Can we address this issue by (1) making sure we don't crash in lldbassert when calling PrintStackTrace without having initialized the signal handlers and (2) providing the ability to install the signal handlers through the SB API (if that doesn't already exist) if the user of libLLDB wants this functionality?

I think that's a very good approach to the problem.

That said, I want to add that, as far as I can tell, the windows-specific initialization is not actually an issue here. Loading a dll does not have the same global impact as installing a signal handler (if the dll is well-behaved, anyway).
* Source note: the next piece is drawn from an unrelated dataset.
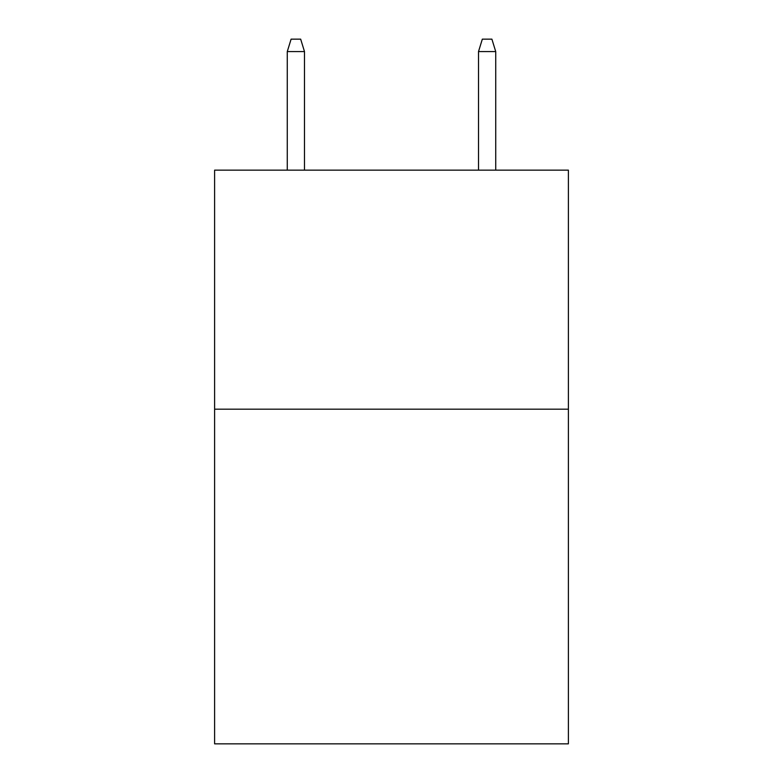 <?xml version="1.0" encoding="UTF-8"?>
<svg xmlns="http://www.w3.org/2000/svg" width="783" height="783" viewBox="0 0 783 783"><rect width="100%" height="100%" fill="white"/><g stroke="black" fill="none" stroke-linecap="round" stroke-linejoin="round"><path stroke-width="1.17" d="M568.389 409.186L568.389 743.85L214.611 743.85L214.611 170.146L568.389 170.146L568.389 409.186L214.611 409.186M304.489 170.146L304.489 51.58L287.273 51.58L287.273 170.146M287.273 51.58L291.1 39.15L300.662 39.15L304.489 51.58M478.511 51.58L482.338 39.15L491.9 39.15L495.727 51.58L478.511 51.58L478.511 170.146M495.727 51.58L495.727 170.146"/></g></svg>
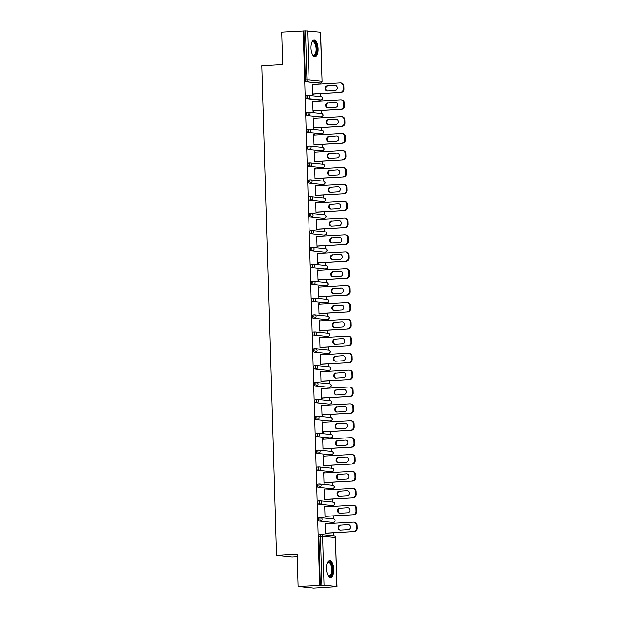<?xml version="1.0" encoding="UTF-8"?>
<svg xmlns="http://www.w3.org/2000/svg" width="619" height="619" viewBox="0 0 619 619"><rect width="100%" height="100%" fill="white"/><g stroke="black" fill="none" stroke-linecap="round" stroke-linejoin="round"><path stroke-width="0.93" d="M333.571 569.395A8.465 3.528 86.7 0 0 329.532 560.574A8.465 3.528 86.7 0 0 326.476 568.66A8.465 3.528 86.7 0 0 330.515 577.481A8.465 3.528 86.7 0 0 333.571 569.395M318.12 48.769A8.465 3.528 86.7 0 0 314.081 39.949A8.465 3.528 86.7 0 0 311.024 48.034A8.465 3.528 86.7 0 0 315.063 56.855A8.465 3.528 86.7 0 0 318.12 48.769M297.213 556.682L292.044 556.984L276.453 555.359L261.922 65.707L282.612 64.508L281.653 32.234L303.906 31.058L305.36 80.106L306.939 80.013L305.484 30.965L303.906 31.058M335.266 586.797L336.953 586.479L324.093 585.148L298.103 586.433L313.694 588.05L335.258 586.688M333.749 535.853L333.664 532.804M333.378 523.279L333.347 522.266M333.246 518.954L333.161 515.913M332.875 506.381L332.844 505.367M332.751 502.063L332.658 499.022M332.372 489.49L332.349 488.476M332.248 485.172L332.155 482.131M331.877 472.599L331.846 471.585M331.745 468.281L331.652 465.24M331.374 455.708L331.343 454.694M331.242 451.39L331.157 448.349M330.871 438.817L330.84 437.803M330.739 434.499L330.654 431.451M330.368 421.926L330.337 420.912M330.244 417.601L330.151 414.56M329.865 405.027L329.842 404.014M329.741 400.71L329.648 397.669M329.37 388.136L329.339 387.123M329.238 383.819L329.146 380.778M328.867 371.245L328.836 370.232M328.735 366.928L328.65 363.887M328.364 354.354L328.333 353.341M328.24 350.037L328.147 346.996M327.861 337.463L327.83 336.45M327.737 333.146L327.644 330.097M327.358 320.572L327.335 319.559M327.234 316.247L327.142 313.206M326.863 303.674L326.832 302.66M326.731 299.356L326.639 296.315M326.36 286.783L326.329 285.769M326.228 282.465L326.143 279.424M325.857 269.892L325.826 268.878M325.733 265.574L325.64 262.533M325.354 253.001L325.323 251.987M325.23 248.683L325.137 245.642M324.859 236.11L324.828 235.096M324.727 231.792L324.635 228.744M324.356 219.219L324.325 218.205M324.224 214.894L324.132 211.853M323.853 202.32L323.822 201.307M323.722 198.003L323.636 194.962M323.35 185.429L323.319 184.416M323.226 181.112L323.133 178.071M322.847 168.538L322.816 167.525M322.723 164.221L322.631 161.18M322.352 151.647L322.321 150.634M322.22 147.33L322.128 144.289M321.849 134.756L321.818 133.743M321.718 130.439L321.632 127.39M321.346 117.865L321.315 116.852M321.215 113.54L321.129 110.499M320.843 100.974L320.812 99.953M320.719 96.649L320.627 93.608M320.34 84.076L320.309 83.062M305.484 30.965L320.657 32.32L322.112 81.375L320.503 32.289M298.103 586.433L297.143 554.16L276.453 555.359M319.675 585.179L303.225 30.989M313.206 94.042L313.222 94.475L312.541 94.405L312.231 84.114L312.912 84.184L312.239 84.223M320.356 585.249L318.901 536.201A1.625 0.681 -93.3 0 1 319.489 534.646A1.625 0.681 -93.3 0 1 319.536 534.646L321.013 534.561M319.048 83.132A1.625 0.681 -93.3 0 1 319.002 83.139A1.625 0.681 -93.3 0 1 318.955 83.139L306.096 81.801A1.625 0.681 -93.3 0 1 305.36 80.106M332.086 522.335A1.625 0.681 -93.3 0 1 332.039 522.335A1.625 0.681 -93.3 0 1 331.993 522.335L319.125 521.005A1.625 0.681 -93.3 0 1 318.398 519.31A1.625 0.681 -93.3 0 1 318.986 517.755A1.625 0.681 -93.3 0 1 319.033 517.755L320.518 517.67M331.583 505.437A1.625 0.681 -93.3 0 1 331.536 505.444A1.625 0.681 -93.3 0 1 331.49 505.444L318.623 504.106A1.625 0.681 -93.3 0 1 317.895 502.411A1.625 0.681 -93.3 0 1 318.483 500.856A1.625 0.681 -93.3 0 1 318.53 500.864L320.015 500.771M331.08 488.546A1.625 0.681 -93.3 0 1 331.033 488.553A1.625 0.681 -93.3 0 1 330.987 488.553L318.127 487.215A1.625 0.681 -93.3 0 1 317.392 485.52A1.625 0.681 -93.3 0 1 317.98 483.965A1.625 0.681 -93.3 0 1 318.027 483.965L319.512 483.88M330.577 471.655A1.625 0.681 -93.3 0 1 330.531 471.663A1.625 0.681 -93.3 0 1 330.484 471.663L317.624 470.324A1.625 0.681 -93.3 0 1 316.897 468.629A1.625 0.681 -93.3 0 1 317.477 467.074A1.625 0.681 -93.3 0 1 317.524 467.074L319.009 466.989M330.074 454.764A1.625 0.681 -93.3 0 1 330.035 454.772A1.625 0.681 -93.3 0 1 329.989 454.772L317.121 453.433A1.625 0.681 -93.3 0 1 316.394 451.738A1.625 0.681 -93.3 0 1 316.982 450.183A1.625 0.681 -93.3 0 1 317.029 450.183L318.506 450.098M329.579 437.873A1.625 0.681 -93.3 0 1 329.532 437.881A1.625 0.681 -93.3 0 1 329.486 437.873L316.618 436.542A1.625 0.681 -93.3 0 1 315.891 434.848A1.625 0.681 -93.3 0 1 316.479 433.292A1.625 0.681 -93.3 0 1 316.526 433.292L318.011 433.207M329.076 420.982A1.625 0.681 -93.3 0 1 329.029 420.982A1.625 0.681 -93.3 0 1 328.983 420.982L316.123 419.651A1.625 0.681 -93.3 0 1 315.388 417.957A1.625 0.681 -93.3 0 1 315.976 416.401A1.625 0.681 -93.3 0 1 316.023 416.401L317.508 416.316M328.573 404.083A1.625 0.681 -93.3 0 1 328.527 404.091A1.625 0.681 -93.3 0 1 328.48 404.091L315.62 402.752A1.625 0.681 -93.3 0 1 314.885 401.058A1.625 0.681 -93.3 0 1 315.473 399.503A1.625 0.681 -93.3 0 1 315.52 399.51L317.005 399.425M328.07 387.192A1.625 0.681 -93.3 0 1 328.024 387.2A1.625 0.681 -93.3 0 1 327.977 387.2L315.117 385.861A1.625 0.681 -93.3 0 1 314.39 384.167A1.625 0.681 -93.3 0 1 314.978 382.612A1.625 0.681 -93.3 0 1 315.017 382.612L316.502 382.527M327.567 370.301A1.625 0.681 -93.3 0 1 327.528 370.309A1.625 0.681 -93.3 0 1 327.482 370.309L314.614 368.97A1.625 0.681 -93.3 0 1 313.887 367.276A1.625 0.681 -93.3 0 1 314.475 365.721A1.625 0.681 -93.3 0 1 314.522 365.721L316.007 365.636M327.072 353.41A1.625 0.681 -93.3 0 1 327.025 353.418A1.625 0.681 -93.3 0 1 326.979 353.418L314.112 352.079A1.625 0.681 -93.3 0 1 313.384 350.385A1.625 0.681 -93.3 0 1 313.972 348.83A1.625 0.681 -93.3 0 1 314.019 348.83L315.504 348.745M326.569 336.519A1.625 0.681 -93.3 0 1 326.523 336.527A1.625 0.681 -93.3 0 1 326.476 336.519L313.616 335.189A1.625 0.681 -93.3 0 1 312.881 333.494A1.625 0.681 -93.3 0 1 313.469 331.939A1.625 0.681 -93.3 0 1 313.516 331.939L315.001 331.854M326.066 319.628A1.625 0.681 -93.3 0 1 326.02 319.628A1.625 0.681 -93.3 0 1 325.973 319.628L313.113 318.298A1.625 0.681 -93.3 0 1 312.378 316.603A1.625 0.681 -93.3 0 1 312.966 315.048A1.625 0.681 -93.3 0 1 313.013 315.048L314.498 314.963M325.563 302.73A1.625 0.681 -93.3 0 1 325.517 302.737A1.625 0.681 -93.3 0 1 325.47 302.737L312.61 301.399A1.625 0.681 -93.3 0 1 311.883 299.704A1.625 0.681 -93.3 0 1 312.471 298.157A1.625 0.681 -93.3 0 1 312.51 298.157L313.995 298.072M325.06 285.839A1.625 0.681 -93.3 0 1 325.021 285.846A1.625 0.681 -93.3 0 1 324.975 285.846L312.108 284.508A1.625 0.681 -93.3 0 1 311.38 282.813A1.625 0.681 -93.3 0 1 311.968 281.258A1.625 0.681 -93.3 0 1 312.015 281.258L313.5 281.173M324.565 268.948A1.625 0.681 -93.3 0 1 324.518 268.956A1.625 0.681 -93.3 0 1 324.472 268.956L311.605 267.617A1.625 0.681 -93.3 0 1 310.877 265.922A1.625 0.681 -93.3 0 1 311.465 264.367A1.625 0.681 -93.3 0 1 311.512 264.367L312.997 264.282M324.062 252.057A1.625 0.681 -93.3 0 1 324.016 252.065A1.625 0.681 -93.3 0 1 323.969 252.065L311.109 250.726A1.625 0.681 -93.3 0 1 310.374 249.031A1.625 0.681 -93.3 0 1 310.962 247.476A1.625 0.681 -93.3 0 1 311.009 247.476L312.494 247.391M323.559 235.166A1.625 0.681 -93.3 0 1 323.513 235.174A1.625 0.681 -93.3 0 1 323.466 235.166L310.606 233.835A1.625 0.681 -93.3 0 1 309.871 232.14A1.625 0.681 -93.3 0 1 310.459 230.585A1.625 0.681 -93.3 0 1 310.506 230.585L311.991 230.5M323.056 218.275A1.625 0.681 -93.3 0 1 323.01 218.275A1.625 0.681 -93.3 0 1 322.963 218.275L310.104 216.944A1.625 0.681 -93.3 0 1 309.376 215.25A1.625 0.681 -93.3 0 1 309.964 213.694A1.625 0.681 -93.3 0 1 310.011 213.694L311.489 213.609M322.553 201.376A1.625 0.681 -93.3 0 1 322.514 201.384A1.625 0.681 -93.3 0 1 322.468 201.384L309.601 200.053A1.625 0.681 -93.3 0 1 308.873 198.351A1.625 0.681 -93.3 0 1 309.461 196.803A1.625 0.681 -93.3 0 1 309.508 196.803L310.993 196.718M322.058 184.485A1.625 0.681 -93.3 0 1 322.012 184.493A1.625 0.681 -93.3 0 1 321.965 184.493L309.098 183.154A1.625 0.681 -93.3 0 1 308.37 181.46A1.625 0.681 -93.3 0 1 308.958 179.905A1.625 0.681 -93.3 0 1 309.005 179.912L310.49 179.82M321.555 167.594A1.625 0.681 -93.3 0 1 321.509 167.602A1.625 0.681 -93.3 0 1 321.462 167.602L308.602 166.263A1.625 0.681 -93.3 0 1 307.867 164.569A1.625 0.681 -93.3 0 1 308.455 163.014A1.625 0.681 -93.3 0 1 308.502 163.014L309.987 162.929M321.052 150.703A1.625 0.681 -93.3 0 1 321.006 150.711A1.625 0.681 -93.3 0 1 320.959 150.711L308.1 149.372A1.625 0.681 -93.3 0 1 307.364 147.678A1.625 0.681 -93.3 0 1 307.953 146.123A1.625 0.681 -93.3 0 1 307.999 146.123L309.485 146.038M320.549 133.812A1.625 0.681 -93.3 0 1 320.503 133.82A1.625 0.681 -93.3 0 1 320.456 133.82L307.597 132.481A1.625 0.681 -93.3 0 1 306.869 130.787A1.625 0.681 -93.3 0 1 307.457 129.232A1.625 0.681 -93.3 0 1 307.504 129.232L308.982 129.147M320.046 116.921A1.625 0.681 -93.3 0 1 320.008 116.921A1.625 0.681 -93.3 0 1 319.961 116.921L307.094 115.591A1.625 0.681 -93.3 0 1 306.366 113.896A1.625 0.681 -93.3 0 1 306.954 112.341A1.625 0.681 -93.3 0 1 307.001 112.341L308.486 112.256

So, I can imagine a setup (though I don't know how it would work in detail) where where we initialize the windows-specific parts of this from within lldb, but avoid the parts which installs handlers on other platforms.

I guess it might be interesting to know how is this situation handled for other out-of-tree users of llvm libraries on windows (assuming we have any). Do they get this to work somehow, or is lldb the first one to want to print a backtrace in a non-fatal situation (the non-fatal lldbasserts are definitely... unique).

(I am assuming people won't notice the difference between a crash because the app hit a real assertion failure, or because it failed to print the backtrace of that failure, if they don't know that they should expect to see that backtrace.)